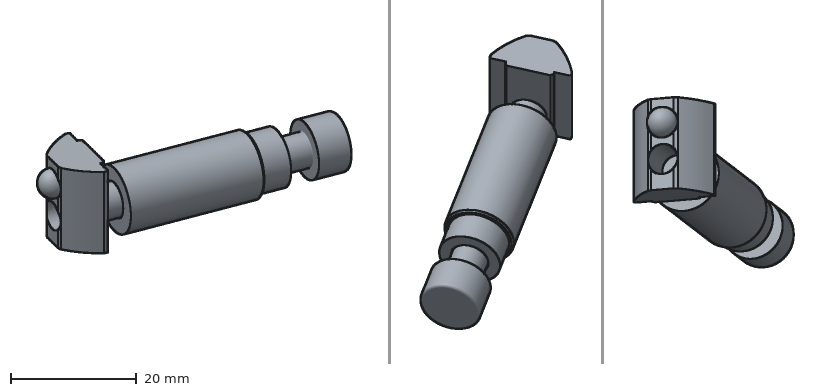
import cadquery as cq
import math


NUT_WIDTH = 13.5
NUT_DEPTH = 7.3
NUT_TOP = 10.0
NUT_BOTTOM = -5.0
LAND_WIDTH = 8.0
LAND_HEIGHT = 0.8
LAND_CHAMFER = 0.4
WING_EDGE_BACK = NUT_DEPTH - LAND_HEIGHT
WING_EDGE_FRONT = 5.7
WING_ROUND = 0.2
FRONT_FLAT_WIDTH = 3.75
FLANK_END_WIDTH = 5.05
FRONT_BEVEL = 0.2
FLANK_BULGE = 0.4
NUT_HOLE_DIAMETER = 4.9

BALL_DIAMETER = 5.0
BALL_HEIGHT = 6.0

SHANK_DIAMETER = 6.0
HEAD_DIAMETER = 10.0
HEAD_LENGTH = 6.0
HEAD_ROUND = 0.5
UNDERHEAD_ROUND = 0.1
BORE_DIAMETER = 6.2
SLEEVE_DIAMETER = 11.5
SLEEVE_LENGTH = 24.0
SLEEVE_CHAMFER = 0.3
COLLAR_DIAMETER = 10.1
COLLAR_LENGTH = 5.0

NUT_TO_SLEEVE = 3.75
OVERALL_LENGTH = 53.5
SLEEVE_START = NUT_DEPTH + NUT_TO_SLEEVE
COLLAR_START = SLEEVE_START + SLEEVE_LENGTH
HEAD_END = OVERALL_LENGTH - BALL_DIAMETER / 2
HEAD_START = HEAD_END - HEAD_LENGTH


def rod(diameter, start, length):
    """Cylinder on the screw axis, from Y = start toward +Y."""
    plane = cq.Plane(origin=(0, start, 0), xDir=(1, 0, 0), normal=(0, 1, 0))
    return cq.Workplane(plane).circle(diameter / 2).extrude(length)


def ball_shape():
    """Sphere at the ball's seat."""
    return cq.Workplane("XY").sphere(BALL_DIAMETER / 2).translate((0, 0, BALL_HEIGHT))


def make_nut():
    """Tapered slot nut with a stepped back, a screw hole and a ball seat."""
    wing_x = NUT_WIDTH / 2
    land_x = LAND_WIDTH / 2
    flank_x = FLANK_END_WIDTH / 2
    flat_x = FRONT_FLAT_WIDTH / 2

    run_x = wing_x - flank_x
    run_y = WING_EDGE_FRONT - FRONT_BEVEL
    chord = math.hypot(run_x, run_y)
    middle_x = (wing_x + flank_x) / 2 + FLANK_BULGE * run_y / chord
    middle_y = (WING_EDGE_FRONT + FRONT_BEVEL) / 2 - FLANK_BULGE * run_x / chord

    body = (
        cq.Workplane("XY", origin=(0, 0, NUT_BOTTOM))
        .moveTo(-flat_x, 0)
        .lineTo(flat_x, 0)
        .lineTo(flank_x, FRONT_BEVEL)
        .threePointArc((middle_x, middle_y), (wing_x, WING_EDGE_FRONT))
        .lineTo(wing_x, WING_EDGE_BACK)
        .lineTo(land_x, WING_EDGE_BACK)
        .lineTo(land_x, NUT_DEPTH)
        .lineTo(-land_x, NUT_DEPTH)
        .lineTo(-land_x, WING_EDGE_BACK)
        .lineTo(-wing_x, WING_EDGE_BACK)
        .lineTo(-wing_x, WING_EDGE_FRONT)
        .threePointArc((-middle_x, middle_y), (-flank_x, FRONT_BEVEL))
        .close()
        .extrude(NUT_TOP - NUT_BOTTOM)
    )
    body = body.faces(">Y").edges("|Z").chamfer(LAND_CHAMFER)
    for side in (">X", "<X"):
        body = body.faces(side).edges(">Y").fillet(WING_ROUND)
    return body.cut(rod(NUT_HOLE_DIAMETER, 0, NUT_DEPTH)).cut(ball_shape())


def make_screw():
    """Cap screw whose shank ends against the back of the nut."""
    shank = rod(SHANK_DIAMETER, NUT_DEPTH, HEAD_START - NUT_DEPTH)
    head = rod(HEAD_DIAMETER, HEAD_START, HEAD_LENGTH)
    head = head.faces(">Y").edges().fillet(HEAD_ROUND)
    screw = shank.union(head)
    neck_edge = cq.selectors.NearestToPointSelector((0, HEAD_START, 0))
    return screw.edges(neck_edge).fillet(UNDERHEAD_ROUND)


def make_sleeve():
    """Long clamping sleeve, chamfered where it meets the collar."""
    sleeve = rod(SLEEVE_DIAMETER, SLEEVE_START, SLEEVE_LENGTH)
    sleeve = sleeve.faces(">Y").edges().chamfer(SLEEVE_CHAMFER)
    return sleeve.cut(rod(BORE_DIAMETER, SLEEVE_START, SLEEVE_LENGTH))


def make_collar():
    """Short ring resting on the end of the sleeve."""
    collar = rod(COLLAR_DIAMETER, COLLAR_START, COLLAR_LENGTH)
    return collar.cut(rod(BORE_DIAMETER, COLLAR_START, COLLAR_LENGTH))


nut = make_nut()
ball = ball_shape()
screw = make_screw()
sleeve = make_sleeve()
collar = make_collar()

result = cq.Compound.makeCompound(
    [nut.val(), ball.val(), screw.val(), sleeve.val(), collar.val()]
)

§ **WHAT YOU SHOULD DO**: Write out exactly the lines above from the line with "SLEEVE_LENGTH = 24.0" through the line with "return cq.Workplane(plane).circle(diameter /", both of them included, and leave out all other lines.

§ **WORKED SOLUTION**:
SLEEVE_LENGTH = 24.0
SLEEVE_CHAMFER = 0.3
COLLAR_DIAMETER = 10.1
COLLAR_LENGTH = 5.0

NUT_TO_SLEEVE = 3.75
OVERALL_LENGTH = 53.5
SLEEVE_START = NUT_DEPTH + NUT_TO_SLEEVE
COLLAR_START = SLEEVE_START + SLEEVE_LENGTH
HEAD_END = OVERALL_LENGTH - BALL_DIAMETER / 2
HEAD_START = HEAD_END - HEAD_LENGTH


def rod(diameter, start, length):
    """Cylinder on the screw axis, from Y = start toward +Y."""
    plane = cq.Plane(origin=(0, start, 0), xDir=(1, 0, 0), normal=(0, 1, 0))
    return cq.Workplane(plane).circle(diameter / 2).extrude(length)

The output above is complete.